Automobiles line up like the points
in the argument while all the time
were you thinking of pleasure?
Turn your engine off,
cormorant,
and that would be Whidbey.
Whidbey, if there are crows at the river.
Whidbey, where there are stumps.
There is only one way to get there:
departure.
But the river now
is jumpy in our wake,
& loneliness attends me
like the printed dress that keeps turning up one summer
on different women, (different colored hair).
This is a poem from Glazer’s On Tact, & the Made Up World. There’ll be another one at the end of this post, and both have been chosen because of what she does with space. I’ve reproduced the spacing as accurately as possible so notice how the lines are widely separated and the way in which some of the lines start far to the right, as if they have leapt ahead of themselves—or as if there was a long, silent pause between breaths / the lungs held still until that moment just before they start to ache.
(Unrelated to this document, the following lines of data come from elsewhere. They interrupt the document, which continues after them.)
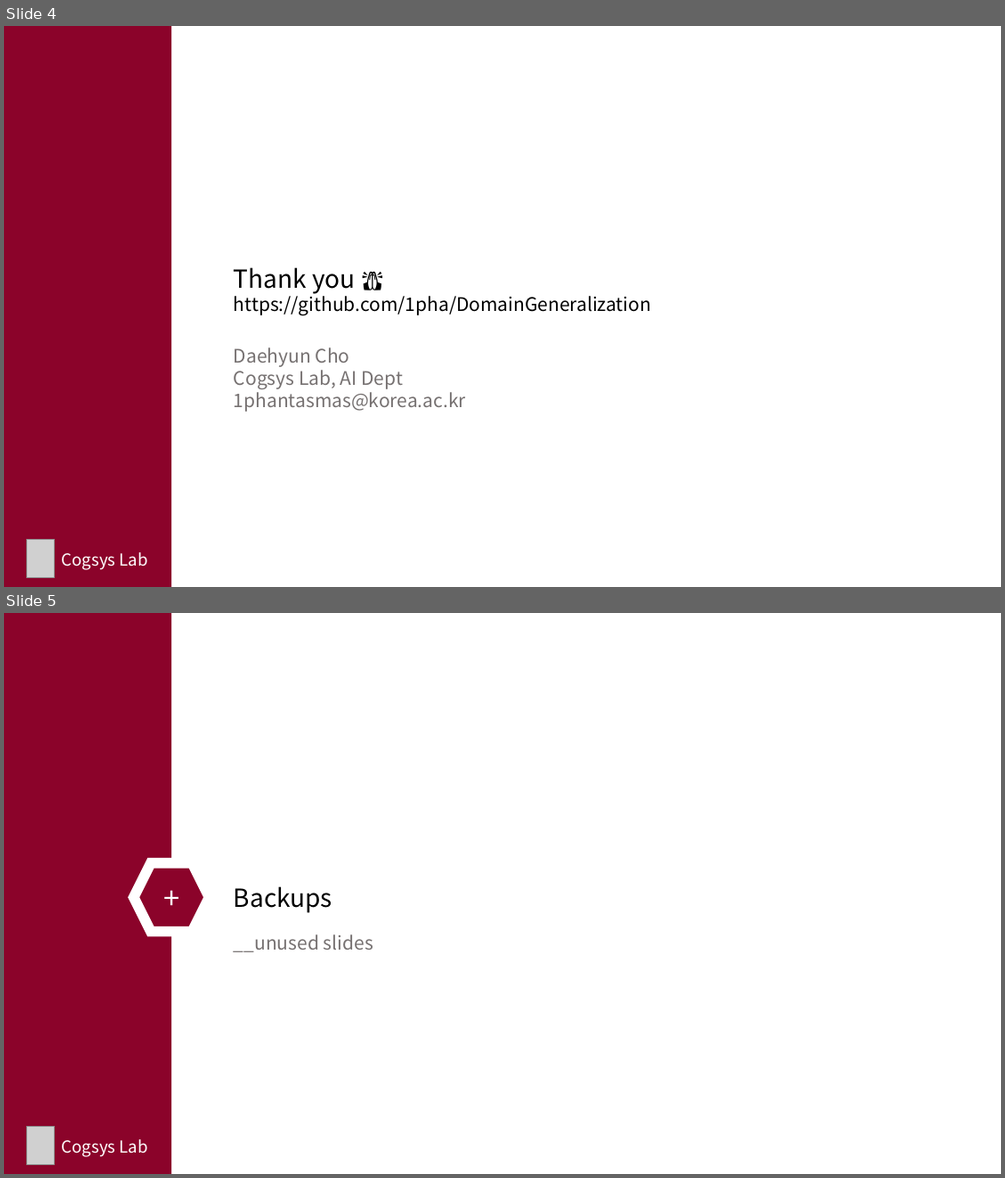
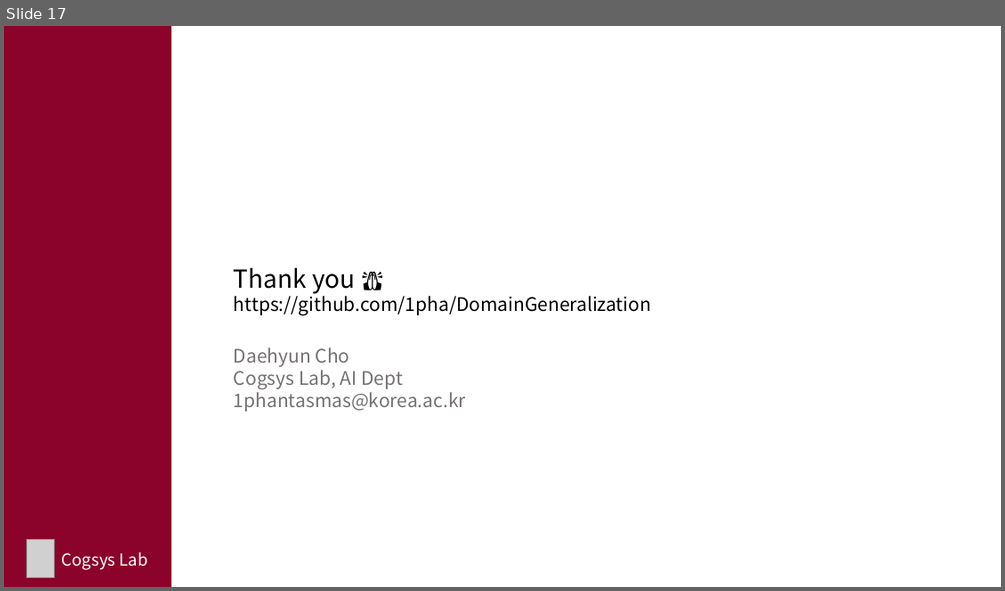
Before and after one commit to 1pha/DomainGeneralization, a slide deck: assets/Project2 Result.pptx. Shown one above the other, each under a label of ours: slides 4 and 5 before the commit, slide 17 after it. The pictures are 1005x1178 and 1005x591 pixels, drawn with LibreOffice and Linux fonts; fonts in the diff are those of the drawing; grey boxes stand for pictures. Boxes give left, top, right and bottom in pixels: in the first picture for what was removed or moved away, otherwise in the second. Text is boxed around its words. In the diff, an @@ line names an element or a change of style, - is before the commit and + after.

```diff
--- a/assets/Project2 Result.pptx
+++ b/assets/Project2 Result.pptx
@@ slide 5 removed at (x1=4, y1=613, x2=1001, y2=1174), background #FFFFFF @@
@@ rectangle removed at (x1=4, y1=613, x2=171, y2=1174) @@
@@ hexagon removed at (x1=133, y1=863, x2=209, y2=932) @@
-+
@@ text removed at (x1=234, y1=886, x2=332, y2=913) @@
-Backups
@@ text removed at (x1=234, y1=934, x2=373, y2=952) @@
-__unused slides
@@ picture removed at (x1=26, y1=1126, x2=54, y2=1165) @@
@@ text removed at (x1=62, y1=1139, x2=148, y2=1157) @@
-Cogsys Lab
@@ what was slide 4 is now slide 17 @@
```
Also in this commit, not shown: 3 slides changed, 13 slides added, 9 other files.

Spacing, here, also works to allow the “ocean” to surface between elements of the poem. I don’t really want to use the word “stanza” since it seems more as if the groups of words act as islands, each with its own character and each implying submerged text in the white space.
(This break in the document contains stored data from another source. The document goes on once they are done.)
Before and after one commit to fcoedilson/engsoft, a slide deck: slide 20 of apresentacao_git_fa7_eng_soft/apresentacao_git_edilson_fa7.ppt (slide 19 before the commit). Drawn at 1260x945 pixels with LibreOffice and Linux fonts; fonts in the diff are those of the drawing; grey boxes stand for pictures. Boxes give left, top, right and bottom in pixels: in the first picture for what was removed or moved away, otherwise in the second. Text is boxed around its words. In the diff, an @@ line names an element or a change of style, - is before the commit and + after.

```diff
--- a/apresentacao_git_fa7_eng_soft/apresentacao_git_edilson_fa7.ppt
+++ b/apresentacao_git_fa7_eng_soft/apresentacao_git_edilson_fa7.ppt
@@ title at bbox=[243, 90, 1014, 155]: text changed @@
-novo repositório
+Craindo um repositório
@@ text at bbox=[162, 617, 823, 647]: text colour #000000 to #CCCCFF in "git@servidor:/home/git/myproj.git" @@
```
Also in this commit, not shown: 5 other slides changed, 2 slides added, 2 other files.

The only thing I’m not happy with is the font she (?) chose. Like most books of poetry, it is the same, apart from the use of italics and small caps. I would like to see what a carefully chosen triplet (or pair) of fonts would do. I am curious to know whether it would further peel back the skin of the eye to allow the world to erupt through the jangled/knotted relationship between styles. I am going to play with it on my own and see; I am sure that too much “jangle” would disrupt from the tenuous serenity achieved in the poems, but I suspect careful attention to each “island’s” character by way of its typographical texture/image might act like a shot of caffeine on a morning brain.
Also by Michelle Glazer ↓
Not where you found me but where you looked,
out of the switch grass
blood rushes
up
———flushed
Bird you say, (the mark on its tail)
Bird, and not where the mind suffers
its margins of attention,
here I am all but
(slim line of white,
a mark on its tail)
August 13th, 2010
Poem by Glazer because I like it
On the whole I really like poetry, but there are few poems that stick with me, that list inside my head, adding gravity by their attachment to a single spot inside my skull, just above my right ear. There are even fewer poems that become seeds that sprout (usually slowly and always painfully) in the cranial recesses. Wallace Stevens’ “Sunday Morning” is one (it’s putting out another leaf right now and it is most uncomfortable).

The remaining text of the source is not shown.